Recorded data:
- - -
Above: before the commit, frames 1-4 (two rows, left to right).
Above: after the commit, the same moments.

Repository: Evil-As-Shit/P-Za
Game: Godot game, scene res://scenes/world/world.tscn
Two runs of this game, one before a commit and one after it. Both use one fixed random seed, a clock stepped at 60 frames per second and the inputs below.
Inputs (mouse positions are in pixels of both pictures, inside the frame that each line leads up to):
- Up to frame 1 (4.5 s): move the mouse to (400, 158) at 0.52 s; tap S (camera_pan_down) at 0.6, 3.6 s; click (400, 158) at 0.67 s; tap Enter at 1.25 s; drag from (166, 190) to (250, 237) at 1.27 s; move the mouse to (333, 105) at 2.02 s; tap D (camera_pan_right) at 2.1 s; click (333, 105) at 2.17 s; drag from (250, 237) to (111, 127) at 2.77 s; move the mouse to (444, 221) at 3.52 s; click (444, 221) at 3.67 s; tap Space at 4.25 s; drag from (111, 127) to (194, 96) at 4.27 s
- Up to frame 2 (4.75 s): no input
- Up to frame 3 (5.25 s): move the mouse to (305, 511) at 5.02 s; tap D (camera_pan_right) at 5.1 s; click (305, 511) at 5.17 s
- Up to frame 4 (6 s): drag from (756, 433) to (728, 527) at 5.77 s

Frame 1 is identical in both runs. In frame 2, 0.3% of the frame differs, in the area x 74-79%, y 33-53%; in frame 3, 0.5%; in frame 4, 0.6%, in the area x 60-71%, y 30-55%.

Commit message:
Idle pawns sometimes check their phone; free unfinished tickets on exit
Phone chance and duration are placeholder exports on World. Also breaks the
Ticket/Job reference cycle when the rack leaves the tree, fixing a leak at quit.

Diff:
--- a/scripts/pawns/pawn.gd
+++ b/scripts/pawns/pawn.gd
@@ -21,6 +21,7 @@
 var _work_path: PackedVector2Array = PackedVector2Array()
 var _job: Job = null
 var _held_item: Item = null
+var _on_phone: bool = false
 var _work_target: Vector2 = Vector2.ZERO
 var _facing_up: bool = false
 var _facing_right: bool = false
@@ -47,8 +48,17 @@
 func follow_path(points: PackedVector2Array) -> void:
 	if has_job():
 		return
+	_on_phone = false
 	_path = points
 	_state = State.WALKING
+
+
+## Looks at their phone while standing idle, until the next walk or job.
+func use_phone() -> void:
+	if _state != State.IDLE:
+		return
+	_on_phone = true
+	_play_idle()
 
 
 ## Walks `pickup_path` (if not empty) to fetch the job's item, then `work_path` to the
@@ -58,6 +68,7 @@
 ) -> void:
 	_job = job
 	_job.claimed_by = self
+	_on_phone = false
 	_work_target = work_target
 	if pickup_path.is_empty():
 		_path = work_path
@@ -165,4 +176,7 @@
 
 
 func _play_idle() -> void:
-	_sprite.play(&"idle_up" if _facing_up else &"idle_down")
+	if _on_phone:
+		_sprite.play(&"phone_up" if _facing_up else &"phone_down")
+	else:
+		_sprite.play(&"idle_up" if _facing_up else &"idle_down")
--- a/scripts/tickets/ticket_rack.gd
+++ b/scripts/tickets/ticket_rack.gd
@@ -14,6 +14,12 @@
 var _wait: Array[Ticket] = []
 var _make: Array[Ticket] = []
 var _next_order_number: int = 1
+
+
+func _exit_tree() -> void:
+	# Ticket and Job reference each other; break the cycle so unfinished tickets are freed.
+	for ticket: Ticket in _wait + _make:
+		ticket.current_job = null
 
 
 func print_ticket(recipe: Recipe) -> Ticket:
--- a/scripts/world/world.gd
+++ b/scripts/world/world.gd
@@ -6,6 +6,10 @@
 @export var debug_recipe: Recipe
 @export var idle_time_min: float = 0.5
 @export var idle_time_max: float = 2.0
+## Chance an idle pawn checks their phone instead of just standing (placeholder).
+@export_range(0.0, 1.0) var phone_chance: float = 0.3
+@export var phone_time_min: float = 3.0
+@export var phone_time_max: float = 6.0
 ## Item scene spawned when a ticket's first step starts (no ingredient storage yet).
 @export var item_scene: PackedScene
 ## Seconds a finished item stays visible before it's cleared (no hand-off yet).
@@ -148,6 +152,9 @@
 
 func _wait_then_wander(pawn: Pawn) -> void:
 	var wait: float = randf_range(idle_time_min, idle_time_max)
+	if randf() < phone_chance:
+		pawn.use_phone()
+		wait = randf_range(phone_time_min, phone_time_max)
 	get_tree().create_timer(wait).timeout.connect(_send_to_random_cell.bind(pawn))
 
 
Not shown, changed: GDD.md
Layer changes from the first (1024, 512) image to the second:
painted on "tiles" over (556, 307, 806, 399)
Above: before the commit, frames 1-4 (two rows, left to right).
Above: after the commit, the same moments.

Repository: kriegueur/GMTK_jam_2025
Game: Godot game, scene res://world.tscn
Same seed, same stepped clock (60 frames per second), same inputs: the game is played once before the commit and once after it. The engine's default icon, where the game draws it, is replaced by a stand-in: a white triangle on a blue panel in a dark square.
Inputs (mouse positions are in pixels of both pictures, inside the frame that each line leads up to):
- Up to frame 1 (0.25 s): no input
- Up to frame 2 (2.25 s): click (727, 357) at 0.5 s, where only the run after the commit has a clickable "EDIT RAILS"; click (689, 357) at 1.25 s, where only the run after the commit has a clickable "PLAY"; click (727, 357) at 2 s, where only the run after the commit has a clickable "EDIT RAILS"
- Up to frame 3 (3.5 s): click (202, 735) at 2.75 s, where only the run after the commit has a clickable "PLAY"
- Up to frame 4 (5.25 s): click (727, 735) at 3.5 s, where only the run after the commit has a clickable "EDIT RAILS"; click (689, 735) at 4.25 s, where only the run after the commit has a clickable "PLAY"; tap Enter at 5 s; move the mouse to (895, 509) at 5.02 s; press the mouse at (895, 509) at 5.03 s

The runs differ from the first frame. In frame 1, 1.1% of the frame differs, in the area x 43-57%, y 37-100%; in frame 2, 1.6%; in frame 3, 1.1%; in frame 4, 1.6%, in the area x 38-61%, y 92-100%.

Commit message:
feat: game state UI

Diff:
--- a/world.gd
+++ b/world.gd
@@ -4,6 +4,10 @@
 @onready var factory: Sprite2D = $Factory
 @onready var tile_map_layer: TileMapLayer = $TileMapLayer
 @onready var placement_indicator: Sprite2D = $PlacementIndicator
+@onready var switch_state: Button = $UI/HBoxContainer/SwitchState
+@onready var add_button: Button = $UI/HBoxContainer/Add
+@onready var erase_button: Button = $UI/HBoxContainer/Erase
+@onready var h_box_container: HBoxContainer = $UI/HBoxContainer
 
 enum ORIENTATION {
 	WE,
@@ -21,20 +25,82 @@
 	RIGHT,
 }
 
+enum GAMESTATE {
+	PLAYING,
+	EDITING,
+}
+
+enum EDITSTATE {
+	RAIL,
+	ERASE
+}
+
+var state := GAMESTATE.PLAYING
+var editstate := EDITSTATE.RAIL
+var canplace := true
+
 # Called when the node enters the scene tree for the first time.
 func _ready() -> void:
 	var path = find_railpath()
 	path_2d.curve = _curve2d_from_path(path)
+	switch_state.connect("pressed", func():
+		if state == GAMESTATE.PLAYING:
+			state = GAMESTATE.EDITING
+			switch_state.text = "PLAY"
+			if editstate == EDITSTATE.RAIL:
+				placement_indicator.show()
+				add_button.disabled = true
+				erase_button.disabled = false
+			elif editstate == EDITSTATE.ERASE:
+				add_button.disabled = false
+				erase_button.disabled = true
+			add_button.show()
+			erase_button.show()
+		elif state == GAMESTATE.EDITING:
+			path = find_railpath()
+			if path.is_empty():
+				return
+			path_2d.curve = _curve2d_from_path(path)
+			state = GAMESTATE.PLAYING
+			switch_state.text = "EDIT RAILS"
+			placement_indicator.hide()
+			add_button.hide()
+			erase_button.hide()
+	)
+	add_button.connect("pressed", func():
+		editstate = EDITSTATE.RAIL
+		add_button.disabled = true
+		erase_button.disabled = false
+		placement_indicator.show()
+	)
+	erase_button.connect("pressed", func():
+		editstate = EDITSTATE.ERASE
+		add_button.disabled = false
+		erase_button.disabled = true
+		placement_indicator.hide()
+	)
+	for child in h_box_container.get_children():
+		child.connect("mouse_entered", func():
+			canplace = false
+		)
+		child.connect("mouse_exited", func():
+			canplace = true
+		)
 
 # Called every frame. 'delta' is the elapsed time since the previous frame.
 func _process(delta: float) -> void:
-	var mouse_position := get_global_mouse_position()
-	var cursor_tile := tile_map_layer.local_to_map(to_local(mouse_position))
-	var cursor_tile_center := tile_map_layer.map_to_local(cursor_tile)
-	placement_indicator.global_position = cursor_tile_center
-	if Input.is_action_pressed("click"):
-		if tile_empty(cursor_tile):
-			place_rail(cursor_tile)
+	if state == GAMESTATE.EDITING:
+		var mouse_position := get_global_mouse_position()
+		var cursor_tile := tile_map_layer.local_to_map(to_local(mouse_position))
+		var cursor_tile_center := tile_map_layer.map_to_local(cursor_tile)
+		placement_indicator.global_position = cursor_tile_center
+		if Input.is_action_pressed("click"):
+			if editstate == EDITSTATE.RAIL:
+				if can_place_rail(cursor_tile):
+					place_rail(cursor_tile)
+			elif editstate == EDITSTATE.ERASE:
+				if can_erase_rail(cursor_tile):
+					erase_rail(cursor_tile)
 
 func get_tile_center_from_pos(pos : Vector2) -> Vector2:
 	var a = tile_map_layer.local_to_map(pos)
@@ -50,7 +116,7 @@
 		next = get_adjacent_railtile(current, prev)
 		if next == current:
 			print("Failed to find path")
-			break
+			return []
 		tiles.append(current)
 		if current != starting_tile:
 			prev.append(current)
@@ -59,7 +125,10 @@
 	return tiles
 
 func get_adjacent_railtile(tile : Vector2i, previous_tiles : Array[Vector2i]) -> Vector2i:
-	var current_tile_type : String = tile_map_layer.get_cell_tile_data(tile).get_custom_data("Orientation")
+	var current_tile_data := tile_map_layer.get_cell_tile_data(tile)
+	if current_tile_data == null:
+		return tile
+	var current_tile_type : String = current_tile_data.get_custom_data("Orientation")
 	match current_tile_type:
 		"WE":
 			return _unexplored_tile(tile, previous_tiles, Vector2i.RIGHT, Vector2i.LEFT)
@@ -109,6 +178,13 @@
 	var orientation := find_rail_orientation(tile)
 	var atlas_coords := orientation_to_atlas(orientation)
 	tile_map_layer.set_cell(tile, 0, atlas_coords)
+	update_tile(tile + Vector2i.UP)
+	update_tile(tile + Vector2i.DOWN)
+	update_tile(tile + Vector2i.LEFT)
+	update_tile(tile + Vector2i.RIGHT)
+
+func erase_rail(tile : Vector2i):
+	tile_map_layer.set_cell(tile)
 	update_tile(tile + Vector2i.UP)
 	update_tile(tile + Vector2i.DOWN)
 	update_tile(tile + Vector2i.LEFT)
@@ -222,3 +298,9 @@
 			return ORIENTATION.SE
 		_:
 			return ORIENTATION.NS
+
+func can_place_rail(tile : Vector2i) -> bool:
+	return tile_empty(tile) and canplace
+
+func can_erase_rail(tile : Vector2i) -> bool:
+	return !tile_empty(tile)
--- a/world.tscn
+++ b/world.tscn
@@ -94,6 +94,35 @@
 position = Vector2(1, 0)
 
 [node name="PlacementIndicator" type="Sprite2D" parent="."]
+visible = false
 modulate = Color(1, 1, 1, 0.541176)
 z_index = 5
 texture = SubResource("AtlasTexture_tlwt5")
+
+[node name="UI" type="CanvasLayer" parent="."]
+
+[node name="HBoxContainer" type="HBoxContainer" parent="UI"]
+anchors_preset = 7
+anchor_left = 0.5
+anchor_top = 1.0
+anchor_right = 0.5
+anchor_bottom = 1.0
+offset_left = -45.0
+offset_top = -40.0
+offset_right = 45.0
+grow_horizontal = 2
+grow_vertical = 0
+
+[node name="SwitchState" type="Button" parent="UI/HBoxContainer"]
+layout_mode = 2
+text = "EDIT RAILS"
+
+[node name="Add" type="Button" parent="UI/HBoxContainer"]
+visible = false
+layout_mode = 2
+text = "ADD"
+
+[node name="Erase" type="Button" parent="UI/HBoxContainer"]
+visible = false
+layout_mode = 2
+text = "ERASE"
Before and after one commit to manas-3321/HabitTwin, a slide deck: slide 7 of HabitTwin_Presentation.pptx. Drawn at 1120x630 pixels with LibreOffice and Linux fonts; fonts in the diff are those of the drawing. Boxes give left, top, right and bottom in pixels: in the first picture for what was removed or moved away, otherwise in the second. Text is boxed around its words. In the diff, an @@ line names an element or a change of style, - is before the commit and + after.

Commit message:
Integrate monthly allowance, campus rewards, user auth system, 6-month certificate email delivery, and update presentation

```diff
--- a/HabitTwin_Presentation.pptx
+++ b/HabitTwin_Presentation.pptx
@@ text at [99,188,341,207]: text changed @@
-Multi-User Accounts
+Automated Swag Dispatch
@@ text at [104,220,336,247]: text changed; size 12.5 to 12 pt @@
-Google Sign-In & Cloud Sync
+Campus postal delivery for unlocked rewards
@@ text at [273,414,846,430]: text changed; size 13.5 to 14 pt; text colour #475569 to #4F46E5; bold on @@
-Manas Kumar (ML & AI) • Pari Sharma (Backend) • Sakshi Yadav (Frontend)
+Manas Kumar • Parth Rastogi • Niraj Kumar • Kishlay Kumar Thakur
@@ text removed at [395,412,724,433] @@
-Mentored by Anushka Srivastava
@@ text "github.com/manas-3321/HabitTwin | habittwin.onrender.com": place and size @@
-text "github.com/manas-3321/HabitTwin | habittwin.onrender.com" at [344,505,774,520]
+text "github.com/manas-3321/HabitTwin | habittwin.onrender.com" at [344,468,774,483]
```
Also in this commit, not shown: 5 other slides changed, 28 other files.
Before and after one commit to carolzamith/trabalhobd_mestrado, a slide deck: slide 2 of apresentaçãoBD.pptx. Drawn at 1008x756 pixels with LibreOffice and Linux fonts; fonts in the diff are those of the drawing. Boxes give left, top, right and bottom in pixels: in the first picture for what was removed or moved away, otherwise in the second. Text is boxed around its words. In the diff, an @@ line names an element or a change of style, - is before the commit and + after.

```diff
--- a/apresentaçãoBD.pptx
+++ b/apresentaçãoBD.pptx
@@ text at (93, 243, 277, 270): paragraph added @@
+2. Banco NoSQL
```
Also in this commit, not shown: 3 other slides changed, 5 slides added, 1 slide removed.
- - -
§ Exercise details: From the first line of the entries above to the line with "Game: Godot game, scene res://scenes/world/world.tscn", please return every line exactly, keeping both ends.

§ Output for this exercise:
Above: before the commit, frames 1-4 (two rows, left to right).
Above: after the commit, the same moments.

Repository: Evil-As-Shit/P-Za
Game: Godot game, scene res://scenes/world/world.tscn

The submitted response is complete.